The file note of 7thJanuary and the e-mail of the same date to Alexander Forbes do not suggest that Mr Chambers thought there was a real prospect that the highway might not have been constructed to internationally acceptable standards. Construction to such a standard is just one of the things that Mr Chambers wished to verify. He seems to have been primarily concerned with a potential lack of independence by Grupo Mexicano. Putting further communications on a without prejudice basis is a reservation commonly made in the aftermath of a potentially insured loss and is done on a precautionary basis. It does not establish a reasonable prospect of litigation.
Miss Davies submitted that the evidence of Mr Chambers was largely assertion. The supposed prospect of litigation was, in truth, a mere possibility dependent upon the outcome of a series of “ifs”. Coverage was only “potentially” in dispute (para 7 of his evidence). His statements of subjective intention were far from conclusive and not borne out by the objective facts. His observation (in para 11) that if liability did not attach there would be a dispute begged the question as to whether there was any basis for liability to be in dispute and did not establish that there was.
So far as Mr Roberts evidence is concerned, he was wrong, she submits, to suggest that coverage was “in dispute” in January 2002. At that stage there was only a possibility of a dispute in the future. The prospect of dispute which Mr Roberts conjures up was one that arose only if a series of conditions were fulfilled (investigation, information resulting therefrom which supported declinature of the claim, taking of legal advice, and actual declinature) and whether they would was not more than a possibility. The conditionality of any prospect of litigation was reflected in the three “ifs” contained in his para 12.

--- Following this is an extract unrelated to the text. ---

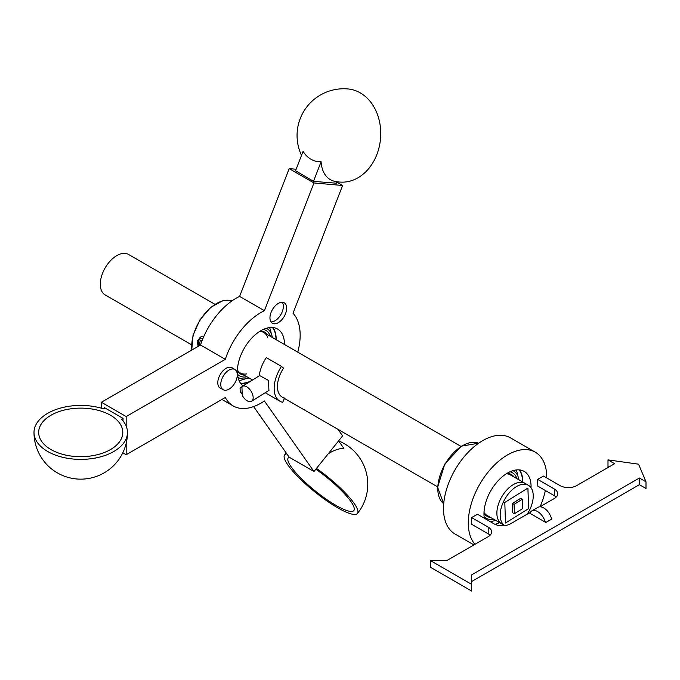 <?xml version="1.0" encoding="UTF-8"?>
<svg xmlns="http://www.w3.org/2000/svg" width="680" height="680" viewBox="0 0 680 680"><rect width="100%" height="100%" fill="white"/><g stroke="black" fill="none" stroke-linecap="round" stroke-linejoin="round"><path stroke-width="1.02" d="M506.285 473.807A23.366 13.489 120 0 1 510.383 474.895L525.087 483.387A23.366 13.489 120 0 0 501.721 496.885A23.366 13.489 120 0 0 501.721 523.863A23.366 13.489 -60 0 1 501.721 496.885A23.366 13.489 -60 0 1 525.087 483.387L528.394 485.299A23.366 13.489 120 0 0 505.155 498.567A23.366 13.489 120 0 0 504.764 525.615L487.008 515.372A23.366 13.489 120 0 1 484.015 512.371M191.505 344.769L105.145 294.907A23.366 13.489 -60 0 1 105.145 267.92A23.366 13.489 -60 0 1 128.511 254.43L214.88 304.291M537.854 486.166L537.523 479.485L543.473 476.051L560.073 485.639A11.688 6.749 0 0 0 576.597 485.639L614.601 463.7L607.996 459.884L638.562 464.177L646 481.822L639.387 478.006L471.673 574.838L471.673 584.384L430.363 560.533L446.887 560.533L488.197 536.682A11.688 6.749 0 0 0 491.614 531.913A11.688 6.749 0 0 0 488.197 527.136L471.588 517.548L477.538 514.31M490.085 535.245A11.688 6.749 0 0 0 488.197 533.817L471.588 524.229M430.363 560.533L430.363 567.205L471.673 591.056L471.673 584.384M639.387 478.006L639.387 484.687L471.673 581.519M646 481.822L646 488.504L639.387 484.687M607.996 459.884L607.996 466.556L608.821 467.041M539.92 506.812L554.293 498.517A11.688 6.749 0 0 0 557.711 493.748A11.688 6.749 0 0 0 554.293 488.979L537.685 479.392M556.181 497.088A11.688 6.749 0 0 0 554.293 495.66L537.523 485.971M477.377 514.216L493.977 523.804A11.688 6.749 0 0 0 510.502 523.804L529.303 512.95L545.827 522.486L552.024 518.908L551.497 518.611M471.758 524.322L471.588 517.548M495.423 524.51A33.303 19.227 120 0 0 499.264 522.656A33.303 19.227 120 0 0 499.443 522.554M522.81 482.077A33.303 19.227 120 0 0 519.529 469.914M484.321 518.219A33.303 19.227 -60 0 1 496.706 482.333A33.303 19.227 -60 0 1 524.178 471.401A33.303 19.227 -60 0 1 531.054 487.789M540.098 506.71A55.497 32.045 120 0 0 545.351 490.492M546.771 477.963A55.497 32.045 120 0 0 535.279 452.175A55.497 32.045 120 0 0 482.587 479.646A55.497 32.045 120 0 0 474.963 544.323M473.926 544.918L454.996 533.987A55.497 32.045 -60 0 1 446.488 489.515A55.497 32.045 -60 0 1 482.74 440.614A55.497 32.045 -60 0 1 510.493 437.861L535.279 452.175M517.794 475.906A32.98 19.04 120 0 0 516.171 469.956M490.425 521.747A32.98 19.04 120 0 0 491.598 521.288M522.588 481.95A32.98 19.04 120 0 0 519.12 469.88M495.1 524.373A32.98 19.04 120 0 0 499.222 522.427M518.985 479.867A28.356 16.371 120 0 0 513.451 470.909A28.356 16.371 120 0 0 512.958 470.645L513.451 470.909M489.719 521.339A28.356 16.371 120 0 0 495.618 520.344M516.953 478.694A26.265 15.164 120 0 0 510.008 471.767A26.265 15.164 120 0 1 516.953 478.694M484.117 516.621A26.265 15.164 120 0 0 493.587 519.171A26.265 15.164 120 0 1 484.117 516.621M514.054 477.02A24.174 13.957 120 0 0 506.94 473.399M483.99 513.145A24.174 13.957 120 0 0 490.688 517.497M545.3 522.189A11.688 6.749 -120 0 0 537.565 511.521A11.688 6.749 -120 0 0 531.717 510.935L537.914 507.365A11.688 6.749 60 0 1 543.762 507.943A11.688 6.749 60 0 1 551.633 519.137M531.717 510.935A11.688 6.749 -120 0 0 529.822 513.247M221.119 388.535A11.798 6.817 -60 0 1 220.235 388.161A11.798 6.817 -60 0 1 219.512 375.896A11.798 6.817 -60 0 1 230.307 367.183A11.798 6.817 -60 0 1 232.033 367.719A11.798 6.817 -60 0 1 232.806 368.296M282.319 302.269A11.798 6.817 -60 0 1 280.908 314.534A11.798 6.817 -60 0 1 270.988 321.887M282.481 302.277A11.798 6.817 -60 0 1 284.206 302.812A11.798 6.817 -60 0 1 284.206 316.438A11.798 6.817 -60 0 1 272.408 323.255A11.798 6.817 -60 0 1 271.685 310.99A11.798 6.817 -60 0 1 282.481 302.277M104.533 408.272L104.533 407.694L123.037 418.378L123.037 420.928M336.311 183.192L313.556 181.373L295.553 170.731M240.66 383.409A33.303 19.227 120 0 0 249.773 381.735M276.199 339.694A33.303 19.227 120 0 0 272.918 327.53M243.075 385.9A33.303 19.227 -60 0 1 242.785 350.982A33.303 19.227 -60 0 1 272.688 327.513A33.303 19.227 -60 0 1 277.567 329.018A33.303 19.227 -60 0 1 284.461 344.471M297.772 352.155A55.497 32.045 120 0 0 293.029 313.259L342.601 185.495L313.973 182.945L264.401 310.709A55.497 32.045 120 0 0 225.318 359.329L126.174 416.568L126.174 426.096M126.174 443.335L126.174 454.725L225.318 397.486A55.497 32.045 120 0 0 233.163 405.918A55.497 32.045 120 0 0 264.401 400.979L313.973 471.504L342.601 435.897L337.986 429.335M253.623 406.598L289.187 457.19L313.973 471.504M122.799 452.778L126.174 454.725M296.131 169.252L289.187 168.631L239.624 296.395A55.497 32.045 120 0 0 200.532 345.015L101.388 402.254L101.388 408.195M101.388 402.254L126.174 416.568M200.532 345.015L225.318 359.329M239.624 296.395L264.401 310.709M289.187 168.631L313.973 182.945M336.727 182.112L342.601 185.495M313.488 181.331L321.096 161.738A44.965 25.959 120 0 0 335.274 181.45A46.733 46.733 0 0 0 339.635 182.044A46.733 36.856 95.1 0 0 380.511 138.771A46.733 36.856 95.1 0 0 347.956 88.944A46.733 46.733 0 0 0 301.512 155.397M336.234 183.396L336.88 181.713M295.477 170.935L303.084 151.343A28.348 22.363 -84.9 0 0 321.096 161.738M123.037 418.378L121.541 419.245A46.733 26.979 0 0 1 127.474 432.403A46.733 26.979 0 0 1 80.733 459.391A46.733 26.979 0 0 1 34 432.403A46.733 46.733 0 0 0 80.733 479.145A46.733 46.733 0 0 0 127.474 432.403M105.026 407.983L103.53 408.85A46.733 26.979 0 0 0 47.685 413.321A46.733 26.979 0 0 0 34 432.403M110.483 415.233A42.066 24.285 180 0 1 122.799 432.403A42.066 24.285 180 0 1 80.733 456.688A42.066 24.285 180 0 1 38.675 432.403A42.066 24.285 180 0 1 50.992 415.233A42.066 24.285 180 0 1 110.483 415.233M286.909 453.942A46.733 9.877 -141.2 0 0 284.614 454.929A46.733 9.877 -141.2 0 0 287.997 465.129A46.733 9.877 -141.2 0 0 326.476 500.625A46.733 9.877 -141.2 0 0 357.467 513.485A46.733 46.733 0 0 0 338.598 440.895L343.842 448.358A44.965 25.959 120 0 0 328.185 453.823M315.826 469.208A42.066 8.891 38.8 0 1 353.829 510.561A42.066 8.891 38.8 0 1 325.933 498.984A42.066 8.891 38.8 0 1 291.295 467.033A42.066 8.891 38.8 0 1 288.26 457.852A42.066 8.891 38.8 0 1 289.195 457.198M357.467 513.485A46.733 9.877 -141.2 0 0 316.472 468.401M239.011 380.486A32.98 19.04 120 0 0 244.978 378.913M271.184 333.531A32.98 19.04 120 0 0 269.56 327.573M240.423 383.078A32.98 19.04 120 0 0 251.608 380.596M275.978 339.567A32.98 19.04 120 0 0 272.51 327.497M238.008 377.357A28.356 16.371 120 0 0 238.476 377.647A28.356 16.371 120 0 0 249.007 377.961M272.374 337.484A28.356 16.371 120 0 0 266.832 328.525A28.356 16.371 120 0 0 266.348 328.262M237.499 374.238A26.265 15.164 120 0 0 246.968 376.788A26.265 15.164 120 0 1 237.499 374.238M270.343 336.311A26.265 15.164 120 0 0 263.398 329.383A26.265 15.164 120 0 1 270.343 336.311M237.405 369.988A23.366 13.489 120 0 0 240.397 372.997A23.366 13.489 120 0 0 246.661 373.906M267.69 337.484A23.366 13.489 120 0 0 263.764 332.52A23.366 13.489 120 0 0 259.666 331.423M237.379 370.77A24.174 13.957 120 0 0 244.069 375.113M267.444 334.637A24.174 13.957 120 0 0 260.329 331.015M236.181 380.248A11.688 6.749 120 0 0 234.872 369.486A11.688 6.749 120 0 0 223.184 376.236A11.688 6.749 120 0 0 223.184 389.725A11.688 6.749 120 0 0 236.181 380.248M198.101 346.418L197.276 340.892L201.017 336.71L203.651 336.863M201.458 336.617A7.301 5.202 -104.1 0 0 198.942 345.942M202.904 338.623A5.542 3.944 -104.1 0 0 199.028 340.229A5.542 3.944 -104.1 0 0 198.976 345.916M200.099 345.27L199.461 344.275L200.269 340.493L202.257 340.229M200.906 343.91L199.461 344.275M240.065 387.94L240.201 391.799L242.19 394.009L241.978 387.974L240.992 387.404L240.065 387.94L241.935 386.775M240.992 387.404L241.935 386.818M284.58 398.063A23.366 13.489 -60 0 1 282.293 397.179A23.366 13.489 -60 0 1 283.551 368.152L281.469 366.392A28.041 16.192 120 0 0 279.956 401.225A28.041 16.192 120 0 0 282.701 402.288L284.427 398.412M251.591 401.251L268.931 390.456L268.464 380.426L259.675 375.572L242.326 386.368A8.764 4.862 -121.9 0 0 241.935 386.665L242.233 395.326A8.764 4.862 -121.9 0 0 251.591 401.251A8.764 4.862 -121.9 0 0 251.081 391.238A8.764 4.862 -121.9 0 0 242.326 386.368M281.469 366.392L266.271 357.612A28.041 16.192 -60 0 0 259.19 375.878M528.623 508.623L505.504 523.013L504.798 502.443L527.909 488.062L528.623 508.623L527.909 488.062L504.798 502.443L505.504 523.013L528.623 508.623M527.263 514.123A23.366 13.489 120 0 0 528.394 485.299M514.394 513.731L512.737 512.779L512.423 503.429L520.676 498.296L522.325 499.248L514.071 504.381L514.394 513.731L522.648 508.598L522.325 499.248M512.423 503.429L514.071 504.381M488.197 527.136L488.197 533.817M554.293 488.979L554.293 495.66M191.726 350.106L193.018 335.393L199.894 319.923L210.698 307.36L222.887 300.713L231.956 300.9A35.054 20.238 120 0 0 223.193 300.764A35.054 20.238 120 0 0 191.879 350.013M478.652 443.215A35.054 20.238 120 0 0 445.06 464.168A35.054 20.238 120 0 0 443.717 503.736L437.606 487.271L444.805 464.015L461.337 446.165L478.66 443.215M240.397 372.997L252.552 380.01M282.293 397.179L437.623 486.863M263.764 332.52L460.989 446.386M513.944 471.214A5.687 5.687 0 0 0 514.692 470.203M517.752 475.583A5.687 5.687 0 0 0 517.115 474.606M490.118 521.356A5.687 5.687 0 0 0 491.291 521.415M221.944 399.44L233.163 405.918M286.246 453.008A46.733 46.733 0 0 0 284.614 454.929M238.008 377.383L238.476 377.647M266.373 328.262L266.832 328.525M243.508 378.973A5.687 5.687 0 0 0 244.681 379.041M238.484 379.083A5.687 5.687 0 0 0 238.986 377.918M267.325 328.831A5.687 5.687 0 0 0 268.082 327.82M271.142 333.2A5.687 5.687 0 0 0 270.504 332.223M219.462 387.583L223.184 389.725M231.149 367.344L234.872 369.486M265.26 392.743L279.956 401.225"/></g></svg>
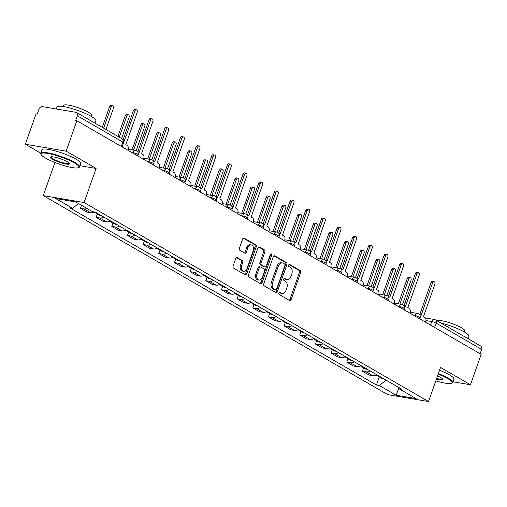 <?xml version="1.0" encoding="UTF-8"?>
<svg xmlns="http://www.w3.org/2000/svg" width="507" height="507" viewBox="0 0 507 507"><rect width="100%" height="100%" fill="white"/><g stroke="black" fill="none" stroke-linecap="round" stroke-linejoin="round"><path stroke-width="0.76" d="M278.818 293.027A1.134 0.773 99.6 0 0 279.135 294.472L289.611 300.524A1.616 1.103 99.6 0 0 289.871 300.619A1.616 1.103 99.6 0 0 291.126 299.593L300.632 272.589A1.616 1.103 99.6 0 0 300.176 270.516L289.706 264.47A1.134 0.773 99.6 0 0 289.522 264.401A1.134 0.773 99.6 0 0 288.641 265.117A1.134 0.773 99.6 0 0 288.965 266.568L290.321 267.354A5.171 3.524 99.6 0 1 291.785 273.976L290.993 276.226A5.171 3.524 99.6 0 1 286.968 279.503A5.171 3.524 99.6 0 1 286.144 279.205L284.788 278.419A1.134 0.773 99.6 0 0 284.611 278.356A1.134 0.773 99.6 0 0 283.73 279.072A1.134 0.773 99.6 0 0 284.053 280.523L285.403 281.303A5.171 3.524 99.6 0 1 286.867 287.925L286.075 290.181A5.171 3.524 99.6 0 1 282.057 293.458A5.171 3.524 99.6 0 1 281.233 293.16L279.877 292.374A1.134 0.773 99.6 0 0 279.693 292.311A1.134 0.773 99.6 0 0 278.818 293.027M237.295 257.569A1.616 1.103 99.6 0 0 237.042 257.48A1.616 1.103 99.6 0 0 235.78 258.5L233.112 266.08A1.616 1.103 99.6 0 0 233.575 268.146L245.204 274.87A1.616 1.103 99.6 0 0 245.464 274.965A1.616 1.103 99.6 0 0 246.719 273.938L256.225 246.934A1.616 1.103 99.6 0 0 255.769 244.862L244.14 238.144A1.616 1.103 99.6 0 0 243.88 238.049A1.616 1.103 99.6 0 0 242.625 239.076L239.399 248.227A1.616 1.103 99.6 0 0 239.862 250.293L244.837 253.17A1.616 1.103 99.6 0 0 245.096 253.266A1.616 1.103 99.6 0 0 246.351 252.239L247.948 247.701A4.329 2.947 99.6 0 1 251.307 244.963A4.329 2.947 99.6 0 1 253.221 250.75L246.96 268.526A4.329 2.947 99.6 0 1 243.601 271.27A4.329 2.947 99.6 0 1 241.687 265.478L242.733 262.518A1.616 1.103 99.6 0 0 242.276 260.446L236.763 257.48M84.08 202.534L96.083 168.451L66.157 151.162L76.868 120.742L481.168 354.336L470.458 384.75L440.532 367.461L428.529 401.544L84.08 202.534L43.272 195.613L387.722 394.623L428.529 401.544M263.773 283.793A1.616 1.103 99.6 0 0 264.229 285.859L275.859 292.583A1.616 1.103 99.6 0 0 276.119 292.672A1.616 1.103 99.6 0 0 277.373 291.652L286.886 264.641A1.616 1.103 99.6 0 0 286.423 262.575L274.794 255.851A1.616 1.103 99.6 0 0 274.534 255.762A1.616 1.103 99.6 0 0 273.279 256.783L263.773 283.793M260.528 283.724L248.899 277.006A1.616 1.103 99.6 0 1 248.443 274.933L257.955 247.929A1.616 1.103 99.6 0 1 259.21 246.903A1.616 1.103 99.6 0 1 259.47 246.998L264.445 249.875A1.616 1.103 99.6 0 1 264.901 251.941L261.048 262.899A1.616 1.103 99.6 0 0 261.504 264.965L264.806 266.872A1.616 1.103 99.6 0 0 265.06 266.967A1.616 1.103 99.6 0 0 266.321 265.941L270.332 254.539A1.134 0.773 99.6 0 1 271.213 253.823A1.134 0.773 99.6 0 1 271.714 255.338L262.043 282.792A1.616 1.103 99.6 0 1 260.788 283.819A1.616 1.103 99.6 0 1 260.528 283.724M66.157 151.162L25.35 144.235L36.06 113.822L37.252 114.024L38.919 109.284A3.296 2.339 -60 0 1 42.379 106.628L76.044 112.339A3.296 2.339 -60 0 1 76.62 112.548L122.111 138.829A3.296 2.339 120 0 1 122.84 142.087L77.349 115.799A3.296 2.339 -60 0 0 76.62 112.548M54.94 162.487L43.272 195.613M25.35 144.235L40.744 153.133M76.868 120.742L75.682 120.539L77.349 115.799M425.398 317.946L434.328 319.461A3.296 2.243 99.6 0 1 434.854 319.651A3.296 2.339 120 0 1 435.424 319.854L480.921 346.135A3.296 2.339 120 0 1 481.65 349.393L436.159 323.111A3.296 0.589 -160.6 0 0 431.768 321.546L425.95 320.557M480.123 353.728L481.65 349.393M452.979 381.784L470.458 384.75M370.053 370.871A7.58 5.381 120 0 1 366.086 371.834L372.715 375.662A7.58 5.381 -60 0 0 376.682 374.698M372.715 375.662L369.09 375.047L362.461 371.219L363.646 367.854M366.086 371.834L362.461 371.219M347.979 358.804L346.794 362.169L353.423 365.997L357.048 366.612A7.58 5.381 -60 0 0 361.016 365.648M354.387 361.821A7.58 5.381 120 0 1 350.419 362.784L346.794 362.169M332.313 349.754L331.128 353.119L337.757 356.947L341.382 357.562A7.58 5.381 -60 0 0 345.349 356.598M338.727 352.771A7.58 5.381 120 0 1 334.753 353.734L331.128 353.119M316.647 340.704L315.462 344.063L322.091 347.897L325.716 348.512A7.58 5.381 -60 0 0 329.683 347.548M323.06 343.714A7.58 5.381 120 0 1 319.093 344.684L315.462 344.063M300.981 331.648L299.795 335.013L306.424 338.841L310.05 339.462A7.58 5.381 -60 0 0 314.017 338.492M307.394 334.664A7.58 5.381 120 0 1 303.427 335.628L299.795 335.013M285.314 322.598L284.129 325.963L290.758 329.791L294.39 330.406A7.58 5.381 -60 0 0 298.357 329.442M291.728 325.614A7.58 5.381 120 0 1 287.761 326.578L284.129 325.963M269.648 313.548L268.463 316.913L275.092 320.741L278.723 321.356A7.58 5.381 -60 0 0 282.691 320.392M276.062 316.564A7.58 5.381 120 0 1 272.094 317.528L268.463 316.913M253.982 304.498L252.797 307.863L259.426 311.691L263.057 312.306A7.58 5.381 -60 0 0 267.024 311.342M260.395 307.508A7.58 5.381 120 0 1 256.428 308.478L252.797 307.863M238.315 295.448L237.13 298.807L243.759 302.641L247.391 303.256A7.58 5.381 -60 0 0 251.358 302.292M244.729 298.458A7.58 5.381 120 0 1 240.762 299.422L237.13 298.807M222.649 286.392L221.464 289.757L228.093 293.585L231.724 294.206A7.58 5.381 -60 0 0 235.692 293.236M229.063 289.408A7.58 5.381 120 0 1 225.095 290.372L221.464 289.757M206.983 277.342L205.798 280.707L212.427 284.535L216.058 285.149A7.58 5.381 -60 0 0 220.025 284.186M213.396 280.358A7.58 5.381 120 0 1 209.429 281.322L205.798 280.707M191.316 268.292L190.131 271.657L196.76 275.485L200.392 276.1A7.58 5.381 -60 0 0 204.359 275.136M197.73 271.308A7.58 5.381 120 0 1 193.763 272.272L190.131 271.657M175.65 259.242L174.471 262.607L181.094 266.435L184.725 267.05A7.58 5.381 -60 0 0 188.693 266.086M182.064 262.252A7.58 5.381 120 0 1 178.096 263.222L174.471 262.607M159.99 250.192L158.805 253.551L165.428 257.385L169.059 258A7.58 5.381 -60 0 0 173.026 257.03M166.397 253.202A7.58 5.381 120 0 1 162.43 254.165L158.805 253.551M144.324 241.136L143.139 244.501L149.761 248.329L153.393 248.943A7.58 5.381 -60 0 0 157.36 247.98M150.731 244.152A7.58 5.381 120 0 1 146.764 245.115L143.139 244.501M128.658 232.086L127.472 235.451L134.102 239.279L137.727 239.893A7.58 5.381 -60 0 0 141.694 238.93M135.065 235.102A7.58 5.381 120 0 1 131.098 236.066L127.472 235.451M112.991 223.036L111.806 226.401L118.435 230.229L122.06 230.843A7.58 5.381 -60 0 0 126.028 229.88M119.399 226.052A7.58 5.381 120 0 1 115.431 227.016L111.806 226.401M97.325 213.986L96.14 217.345L102.769 221.179L106.394 221.793A7.58 5.381 -60 0 0 110.361 220.83M103.732 216.996A7.58 5.381 120 0 1 99.765 217.966L96.14 217.345M81.526 205.31L80.474 208.295L87.103 212.129L90.728 212.744A7.58 5.381 -60 0 0 94.353 211.983M87.039 208.491A7.58 5.381 120 0 1 84.099 208.909L80.474 208.295M398.692 387.418L399.237 388.875L416.114 398.622L396.125 395.232L379.255 385.485L386.163 380.174M78.623 203.63L72.564 208.288L69.763 207.813L376.454 385.009L379.255 385.485M72.564 208.288L55.694 198.541L75.676 201.932L92.553 211.679L95.348 212.154L402.038 389.351L399.237 388.875M96.083 168.451L79.973 165.719M379.312 376.904L376.454 385.009M396.125 395.232L398.889 387.944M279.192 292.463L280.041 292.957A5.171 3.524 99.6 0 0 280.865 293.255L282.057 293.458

As to purpose, Miss Davies submits that it is not established that the Halcrow material was commissioned for the dominant purpose of obtaining legal advice. They were instructed for the dual purpose of (i) assessing whether the highway had been constructed to internationally acceptable standards and (ii) determining to what extent any damage had been caused by the hurricane and verifying the correctness of Grupo Mexicano’s quantum figures for remedial work. The issues were of equal importance, or, at the least, neither predominated. The first issue bore on the question whether there was cover under the reinsurance at all. The second set of issues did not. They were concerned with whether and to what extent there was liability under the original insurance, and thus the reinsurance. This duality of purpose is insufficient. As Lord Wilberforce observed in Waugh v British Railways Board [1980] A.C. 521:
“On principle I would think that the purpose of preparing for litigation ought to be either the sole purpose or at least the dominant purpose of it: to carry the protection further into cases where that purpose was secondary or equal with another purpose would seem to be excessive, and unnecessary in the interest of encouraging truthful revelation.”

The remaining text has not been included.